As a copestone of seventy years of composing, Kurtág delivered his Beckett-opera, Fin de partie, that he finished after seven years of work. “The final masterpiece of twentieth-century music,” that’s how Axel Ross labelled it after the 2018 Milan premiere. The opera comprises an encyclopedia of Kurtágian gestures but it also represents a through-composed dramatic process of two hours.

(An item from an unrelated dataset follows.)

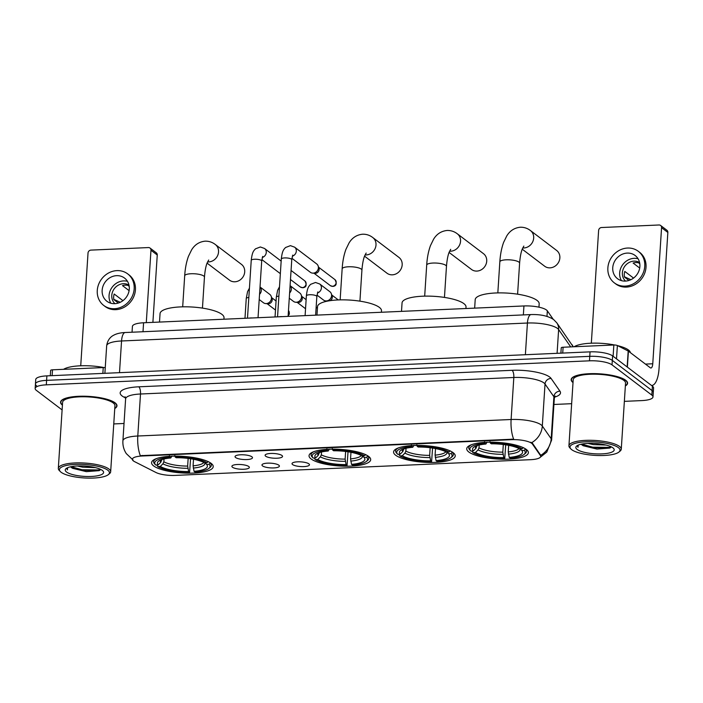 <?xml version="1.0" encoding="UTF-8"?>
<svg xmlns="http://www.w3.org/2000/svg" width="703" height="703" viewBox="0 0 703 703"><rect width="100%" height="100%" fill="white"/><g stroke="black" fill="none" stroke-linecap="round" stroke-linejoin="round"><path stroke-width="1.05" d="M311.113 458.954A30.888 8.304 -176.3 0 0 345.252 466.203A30.888 8.304 -176.3 0 0 370.692 459.683A30.888 8.304 -176.3 0 0 368.627 456.414A30.888 8.304 -176.3 0 0 334.487 449.173A30.888 8.304 -176.3 0 0 309.048 455.693A30.888 8.304 -176.3 0 0 311.113 458.954M395.648 455.219A30.888 8.304 -176.3 0 0 429.788 462.469A30.888 8.304 -176.3 0 0 455.228 455.939A30.888 8.304 -176.3 0 0 453.163 452.679A30.888 8.304 -176.3 0 0 419.023 445.43A30.888 8.304 -176.3 0 0 393.583 451.959A30.888 8.304 -176.3 0 0 395.648 455.219M468.796 451.985A30.888 8.304 -176.3 0 0 502.935 459.226A30.888 8.304 -176.3 0 0 528.375 452.706A30.888 8.304 -176.3 0 0 526.31 449.445A30.888 8.304 -176.3 0 0 492.17 442.196A30.888 8.304 -176.3 0 0 466.73 448.716A30.888 8.304 -176.3 0 0 468.796 451.985M153.641 465.922A30.888 8.304 -176.3 0 0 187.78 473.163A30.888 8.304 -176.3 0 0 213.22 466.643A30.888 8.304 -176.3 0 0 211.164 463.374A30.888 8.304 -176.3 0 0 177.024 456.133A30.888 8.304 -176.3 0 0 151.576 462.653A30.888 8.304 -176.3 0 0 153.641 465.922M248.765 466.511A8.744 2.355 3.7 0 1 249.249 467.038A8.744 2.355 3.7 0 1 242.86 469.279A8.744 2.355 3.7 0 1 232.482 467.231A8.744 2.355 3.7 0 1 232.052 465.922A8.744 2.355 3.7 0 1 239.828 464.481A8.744 2.355 3.7 0 1 248.765 466.511M278.827 465.184A8.744 2.355 3.7 0 1 279.311 465.702A8.744 2.355 3.7 0 1 272.922 467.952A8.744 2.355 3.7 0 1 262.544 465.904A8.744 2.355 3.7 0 1 262.114 464.595A8.744 2.355 3.7 0 1 269.89 463.145A8.744 2.355 3.7 0 1 278.827 465.184M308.881 463.848A8.744 2.355 3.7 0 1 309.373 464.375A8.744 2.355 3.7 0 1 302.984 466.625A8.744 2.355 3.7 0 1 292.606 464.569A8.744 2.355 3.7 0 1 292.167 463.259A8.744 2.355 3.7 0 1 299.953 461.818A8.744 2.355 3.7 0 1 308.881 463.848M251.902 456.809A8.744 2.355 3.7 0 1 252.386 457.337A8.744 2.355 3.7 0 1 245.997 459.586A8.744 2.355 3.7 0 1 235.619 457.53A8.744 2.355 3.7 0 1 235.189 456.221A8.744 2.355 3.7 0 1 242.966 454.779A8.744 2.355 3.7 0 1 251.902 456.809M281.956 455.482A8.744 2.355 3.7 0 1 282.448 456.01A8.744 2.355 3.7 0 1 276.059 458.251A8.744 2.355 3.7 0 1 265.681 456.203A8.744 2.355 3.7 0 1 265.242 454.894A8.744 2.355 3.7 0 1 273.028 453.453A8.744 2.355 3.7 0 1 281.956 455.482M134.607 461.66A15.738 4.236 3.7 0 1 133.403 460.922A15.738 4.236 3.7 0 1 132.349 459.261A15.738 4.236 3.7 0 1 142.393 455.983L511.371 439.665A15.738 4.236 3.7 0 1 532.435 444.068L540.396 455.5A15.738 4.236 3.7 0 1 540.695 456.405A15.738 4.236 3.7 0 1 530.642 459.683L175.065 475.404A15.738 4.236 3.7 0 1 155.961 472.495L134.607 461.66M132.041 332.211L132.419 326.42A17.478 4.701 3.7 0 1 143.579 322.774L523.937 305.954A17.478 4.701 3.7 0 1 547.338 310.849L553.208 319.267M114.756 408.522A28.261 7.601 -176.3 0 0 116.97 405.824A28.261 7.601 -176.3 0 0 115.09 402.837A28.261 7.601 -176.3 0 0 83.842 396.211A28.261 7.601 -176.3 0 0 60.563 402.178A28.261 7.601 -176.3 0 0 62.418 405.139M625.354 385.947A28.261 7.601 -176.3 0 0 627.577 383.249A28.261 7.601 -176.3 0 0 625.688 380.261A28.261 7.601 -176.3 0 0 594.448 373.627A28.261 7.601 -176.3 0 0 571.17 379.602A28.261 7.601 -176.3 0 0 573.015 382.564M133.095 460.07L126.312 453.62C123.781 449.753 122.647 445.5 122.902 440.869A23.313 6.265 3.7 0 1 137.788 436.009A20.396 7.39 87.5 0 0 140.319 455.676L513.638 439.164A20.396 7.39 -92.5 0 1 511.107 419.506A23.313 6.265 3.7 0 1 541.187 424.902A23.313 6.265 3.7 0 1 542.312 426.027L551.187 438.76A23.313 6.265 3.7 0 1 551.618 440.104L554.333 398.1A23.313 6.265 -176.3 0 0 553.902 396.756L545.027 384.014A23.313 6.265 -176.3 0 0 543.902 382.898A23.313 6.265 -176.3 0 0 513.823 377.493L140.503 394.005A23.313 6.265 -176.3 0 0 125.617 398.856L125.046 396.729M624.361 401.36L641.83 400.587A17.478 4.701 -176.3 0 0 652.99 396.94L653.28 392.459A17.478 4.701 -176.3 0 0 652.112 390.613L612.322 360.393A17.478 4.701 -176.3 0 0 589.764 356.342L46.6 380.358A17.478 4.701 -176.3 0 0 35.44 384.005A17.478 4.701 -176.3 0 0 36.609 385.85M530.712 442.231L532.487 443.259L540.712 455.324A20.396 19.209 -34.9 0 0 551.187 438.76L553.902 396.756A5.826 5.492 145.1 0 1 559.975 391.193A29.139 7.838 3.7 0 1 554.518 397.151M652.99 396.94A17.478 4.701 -176.3 0 0 651.822 395.095L612.032 364.875A17.478 4.701 -176.3 0 0 589.474 360.824L46.31 384.84A17.478 4.701 -176.3 0 0 35.15 388.487A17.478 4.701 -176.3 0 0 36.319 390.332L62.11 409.919M113.763 423.935L124.027 423.478M553.92 404.471L571.653 403.689M46.89 375.877A17.478 4.701 -176.3 0 0 35.73 379.523L35.44 384.005A17.478 4.701 -176.3 0 1 46.6 380.358L589.764 356.342A17.478 4.701 -176.3 0 1 612.322 360.393L652.112 390.613A17.478 4.701 -176.3 0 1 653.28 392.459L653.57 387.977A17.478 4.701 -176.3 0 0 652.402 386.132L612.612 355.911A17.478 4.701 -176.3 0 0 590.054 351.86L46.89 375.877L46.31 384.84M102.858 373.407L103.236 367.572L52.505 369.813L52.127 375.648M150.969 250.242A2.917 2.601 -52.8 0 0 150.011 248.045L156.294 252.816A2.917 2.601 127.2 0 1 157.252 255.013L150.969 250.242L146.286 322.651M152.894 322.361L157.252 255.013M150.011 248.045A2.917 2.601 -52.8 0 0 148.43 247.561L90.915 250.11A2.917 2.601 -52.8 0 0 88.024 253.027L80.731 365.78M50.695 370.586A2.917 0.782 3.7 0 1 50.642 370.419A2.917 0.782 3.7 0 1 52.505 369.813M103.236 367.572A2.917 0.782 3.7 0 1 105.248 367.687M116.619 275.664A14.57 13.006 -52.8 0 0 103.121 285.84A14.57 13.006 -52.8 0 0 106.909 301.271A14.57 13.006 -52.8 0 0 114.809 303.67A14.57 13.006 -52.8 0 0 128.315 293.494A14.57 13.006 -52.8 0 0 124.528 278.063A14.57 13.006 -52.8 0 0 116.619 275.664M127.48 281.349A14.57 13.006 -52.8 0 0 123.535 280.91A14.57 13.006 -52.8 0 0 111.083 288.863A14.57 13.006 -52.8 0 0 110.863 303.23M129.194 286.341L127.928 285.383A11.652 10.404 127.2 0 0 125.239 285.146A11.652 10.404 127.2 0 0 122.498 285.62L129.097 290.629M122.937 300.656L114.185 294.012A11.652 10.404 127.2 0 0 113.824 299.61L118.341 303.037M128.992 285.154A11.652 10.404 -52.8 0 0 123.35 283.713A11.652 10.404 -52.8 0 0 112.726 291.429A11.652 10.404 -52.8 0 0 114.941 303.661M103.736 305.445L104.993 306.403A19.816 17.68 -52.8 0 0 115.74 309.663A19.816 17.68 -52.8 0 0 134.106 295.822A19.816 17.68 -52.8 0 0 128.957 274.838L127.7 273.889A19.816 17.68 -52.8 0 0 116.944 270.62A19.816 17.68 -52.8 0 0 98.587 284.46A19.816 17.68 -52.8 0 0 103.736 305.445A19.816 17.68 -52.8 0 0 114.484 308.714A19.816 17.68 -52.8 0 0 132.849 294.865A19.816 17.68 -52.8 0 0 127.7 273.889M113.772 299.329L120.275 302.281M107.752 470.184A25.062 6.74 -176.3 0 0 76.627 464.332A25.062 6.74 -176.3 0 0 60.291 471.537A25.062 6.74 -176.3 0 0 61.091 472.249A25.062 6.74 -176.3 0 0 85.274 478.014A25.062 6.74 -176.3 0 0 108.315 474.648A25.062 6.74 -176.3 0 0 107.752 470.184M108.315 474.648L109.501 473.681A26.222 7.056 -176.3 0 0 110.661 471.783A26.222 7.056 -176.3 0 0 108.912 469.015A26.222 7.056 -176.3 0 0 79.922 462.864A26.222 7.056 -176.3 0 0 58.323 468.4A26.222 7.056 -176.3 0 0 59.237 470.439L60.291 471.537M110.661 471.783L114.941 405.693A26.222 7.056 -176.3 0 0 113.183 402.924A26.222 7.056 -176.3 0 0 84.202 396.773A26.222 7.056 -176.3 0 0 62.602 402.309L58.323 468.4M114.774 408.302A27.971 7.522 -176.3 0 0 116.68 405.807A27.971 7.522 -176.3 0 0 114.817 402.845A27.971 7.522 -176.3 0 0 83.894 396.29A27.971 7.522 -176.3 0 0 60.853 402.195A27.971 7.522 -176.3 0 0 62.435 404.919M104.018 367.572A29.139 7.838 -176.3 0 0 63.56 369.33M95.45 467.636L82.673 467.179L77.321 465.975M88.701 466.423L84.597 466.045M70.59 466.792A14.57 3.919 -176.3 0 0 71.152 467.302L70.66 466.774M66.513 472.003A19.227 5.176 -176.3 0 0 90.388 476.493A19.227 5.176 -176.3 0 0 102.954 470.975A19.227 5.176 -176.3 0 0 102.33 470.421A19.227 5.176 -176.3 0 0 83.754 465.992A19.227 5.176 -176.3 0 0 66.082 468.593A19.227 5.176 -176.3 0 0 66.513 472.003M71.152 467.302L72.55 468.312L86.328 471.651L99.176 470.65L100.722 469.455M67.04 467.978L67.374 469.903L67.637 467.697M67.374 469.903L66.847 468.506M100.573 469.384L98.517 469.947L82.075 469.745L71.073 466.695M99.879 470.298L82.031 470.439L71.495 467.609M207.069 263.124L229.494 280.154A9.904 8.84 -52.8 0 0 234.872 281.789A9.904 8.84 -52.8 0 0 244.055 274.864A9.904 8.84 -52.8 0 0 241.481 264.381L215.303 244.495A9.904 8.84 127.2 0 1 217.877 254.987A9.904 8.84 127.2 0 1 208.694 261.911A9.904 8.84 127.2 0 1 207.587 261.885M193.51 459.261L193.088 465.834L194.054 471.318A25.062 6.74 -176.3 0 0 206.62 464.419L209.134 464.305L210.32 462.794M190.592 458.356L189.599 472.293A27.742 7.461 -176.3 0 1 157.762 466.581L160.275 466.467A25.062 6.74 -176.3 0 0 188.632 471.564L187.657 466.08L188.149 458.426M164.027 458.962L163.852 461.801L162.92 463.822L160.275 466.467M223.923 319.224L224.02 317.73A32.048 8.621 -176.3 0 0 221.884 314.338A32.048 8.621 -176.3 0 0 186.453 306.816A32.048 8.621 -176.3 0 0 160.056 313.591L159.502 322.071M194.054 471.318L195.03 472.056A27.742 7.461 -176.3 0 0 208.844 468.444L210.03 467.486A28.902 7.777 -176.3 0 0 211.322 465.395A28.902 7.777 -176.3 0 0 210.294 463.136M157.762 466.581L156.778 464.938M208.202 461.546L207.042 462.715A27.742 7.461 -176.3 0 0 175.205 457.003L174.854 455.562M208.844 468.444A27.742 7.461 -176.3 0 0 209.134 464.305M207.042 462.715L204.529 462.829A25.062 6.74 -176.3 0 0 176.172 457.732L175.205 457.003M188.632 471.564L189.599 472.293M206.62 464.419L205.083 462.802M156.488 458.584A28.902 7.777 -176.3 0 0 153.632 461.66A28.902 7.777 -176.3 0 0 154.634 463.901A28.902 7.777 -176.3 0 0 154.651 463.918L155.671 464.991L154.651 463.918M169.423 455.799L169.774 457.24A27.742 7.461 -176.3 0 0 155.671 464.991L158.184 464.876L160.82 462.231L161.795 459.586M169.774 457.24L170.741 457.978A25.062 6.74 -176.3 0 0 158.509 461.221A25.062 6.74 -176.3 0 0 158.184 464.876M171.866 456.159L170.741 457.978M364.541 256.164L386.966 273.195A9.904 8.84 -52.8 0 0 392.336 274.829A9.904 8.84 -52.8 0 0 401.518 267.905A9.904 8.84 -52.8 0 0 398.944 257.412L372.766 237.535A9.904 8.84 127.2 0 1 375.34 248.027A9.904 8.84 127.2 0 1 366.158 254.943A9.904 8.84 127.2 0 1 365.059 254.925M350.973 452.301L350.551 458.874L351.526 464.358A25.062 6.74 -176.3 0 0 364.092 457.46L366.597 457.345L367.783 455.834M348.055 451.396L347.071 465.333A27.742 7.461 -176.3 0 1 315.234 459.613L317.738 459.507A25.062 6.74 -176.3 0 0 346.096 464.595L345.129 459.112L345.621 451.458M321.499 452.003L321.315 454.841L320.383 456.853L317.738 459.507M381.395 312.255L381.492 310.761A32.048 8.621 -176.3 0 0 379.348 307.378A32.048 8.621 -176.3 0 0 343.916 299.856A32.048 8.621 -176.3 0 0 317.519 306.631L316.974 315.111M351.526 464.358L352.493 465.096A27.742 7.461 -176.3 0 0 366.316 461.484L367.502 460.527A28.902 7.777 -176.3 0 0 368.785 458.435A28.902 7.777 -176.3 0 0 367.766 456.177M315.234 459.613L314.25 457.978M365.674 454.586L364.506 455.755A27.742 7.461 -176.3 0 0 332.668 450.034L332.317 448.593M366.316 461.484A27.742 7.461 -176.3 0 0 366.597 457.345M364.506 455.755L361.992 455.869A25.062 6.74 -176.3 0 0 333.635 450.772L332.668 450.034M346.096 464.595L347.071 465.333M364.092 457.46L362.555 455.843M313.96 451.625A28.902 7.777 -176.3 0 0 311.095 454.7A28.902 7.777 -176.3 0 0 312.106 456.941A28.902 7.777 -176.3 0 0 312.114 456.95L313.134 458.022L312.114 456.95M326.895 448.839L327.246 450.28A27.742 7.461 -176.3 0 0 313.134 458.022L315.647 457.917L318.292 455.263L319.259 452.627M327.246 450.28L328.213 451.01A25.062 6.74 -176.3 0 0 315.981 454.252A25.062 6.74 -176.3 0 0 315.647 457.917M329.329 449.199L328.213 451.01M449.076 252.43L471.502 269.451A9.904 8.84 -52.8 0 0 476.88 271.086A9.904 8.84 -52.8 0 0 486.063 264.17A9.904 8.84 -52.8 0 0 483.488 253.678L457.31 233.791A9.904 8.84 127.2 0 1 459.885 244.284A9.904 8.84 127.2 0 1 450.702 251.208A9.904 8.84 127.2 0 1 449.595 251.191M435.517 448.567L435.087 455.14L436.062 460.623A25.062 6.74 -176.3 0 0 448.628 453.716L451.141 453.611L452.328 452.091M432.6 447.662L431.607 461.599A27.742 7.461 -176.3 0 1 399.77 455.878L402.283 455.764A25.062 6.74 -176.3 0 0 430.64 460.86L429.665 455.377L430.157 447.723M406.035 448.268L405.851 451.098L404.928 453.119L402.283 455.764M465.931 308.52L466.027 307.026A32.048 8.621 -176.3 0 0 463.883 303.634A32.048 8.621 -176.3 0 0 428.461 296.121A32.048 8.621 -176.3 0 0 402.054 302.888L401.51 311.367M436.062 460.623L437.038 461.353A27.742 7.461 -176.3 0 0 450.851 457.741L452.038 456.783A28.902 7.777 -176.3 0 0 453.321 454.692A28.902 7.777 -176.3 0 0 452.301 452.442M399.77 455.878L398.786 454.235M450.21 450.851L449.05 452.02A27.742 7.461 -176.3 0 0 417.204 446.3L416.861 444.858M450.851 457.741A27.742 7.461 -176.3 0 0 451.141 453.611M449.05 452.02L446.537 452.126A25.062 6.74 -176.3 0 0 418.18 447.038L417.204 446.3M430.64 460.86L431.607 461.599M448.628 453.716L447.09 452.099M398.496 447.881A28.902 7.777 -176.3 0 0 395.64 450.966A28.902 7.777 -176.3 0 0 396.641 453.198A28.902 7.777 -176.3 0 0 396.659 453.215L397.678 454.287L396.659 453.215M411.431 445.096L411.782 446.537A27.742 7.461 -176.3 0 0 397.678 454.287L400.183 454.173L402.828 451.528L403.803 448.883M411.782 446.537L412.749 447.275A25.062 6.74 -176.3 0 0 400.517 450.518A25.062 6.74 -176.3 0 0 400.183 454.173M413.874 445.465L412.749 447.275M522.224 249.187L544.649 266.217A9.904 8.84 -52.8 0 0 550.027 267.852A9.904 8.84 -52.8 0 0 559.201 260.936A9.904 8.84 -52.8 0 0 556.627 250.444L530.449 230.558A9.904 8.84 127.2 0 1 533.023 241.05A9.904 8.84 127.2 0 1 523.849 247.974A9.904 8.84 127.2 0 1 522.742 247.948M508.664 445.333L508.234 451.906L509.209 457.389A25.062 6.74 -176.3 0 0 521.775 450.482L524.289 450.377L525.475 448.857M505.738 444.419L504.754 458.365A27.742 7.461 -176.3 0 1 472.917 452.644L475.421 452.53A25.062 6.74 -176.3 0 0 503.787 457.627L502.812 452.143L503.304 444.489M479.182 445.034L478.998 447.864L478.066 449.885L475.421 452.53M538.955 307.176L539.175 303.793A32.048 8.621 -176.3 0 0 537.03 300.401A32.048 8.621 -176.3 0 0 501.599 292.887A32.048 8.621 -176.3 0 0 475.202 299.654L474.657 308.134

Since this premiere Kurtág, the nonagenarian hasn’t stopped composing: new piano pieces, short vocal compositions leave his workshop regularly. UMP Editio Musica Budapest, his principal publisher for six decades now, celebrates his forthcoming 95th birthday with the release of 10th volume of Játékok (Games), that contains besides piano pieces written between 2002 and 2011 also a couple of compositions from the 1940s-1980s, giving an exceptional insight into Kurtág’s workshop in his earlier years.
Preparing new editions and revisiting old ones means a continual exchange with him, an exciting challenge and a constant learning process, both in a professional and personal sense. We wish him, and ourselves, and the entire music world that this relationship continue for a long time.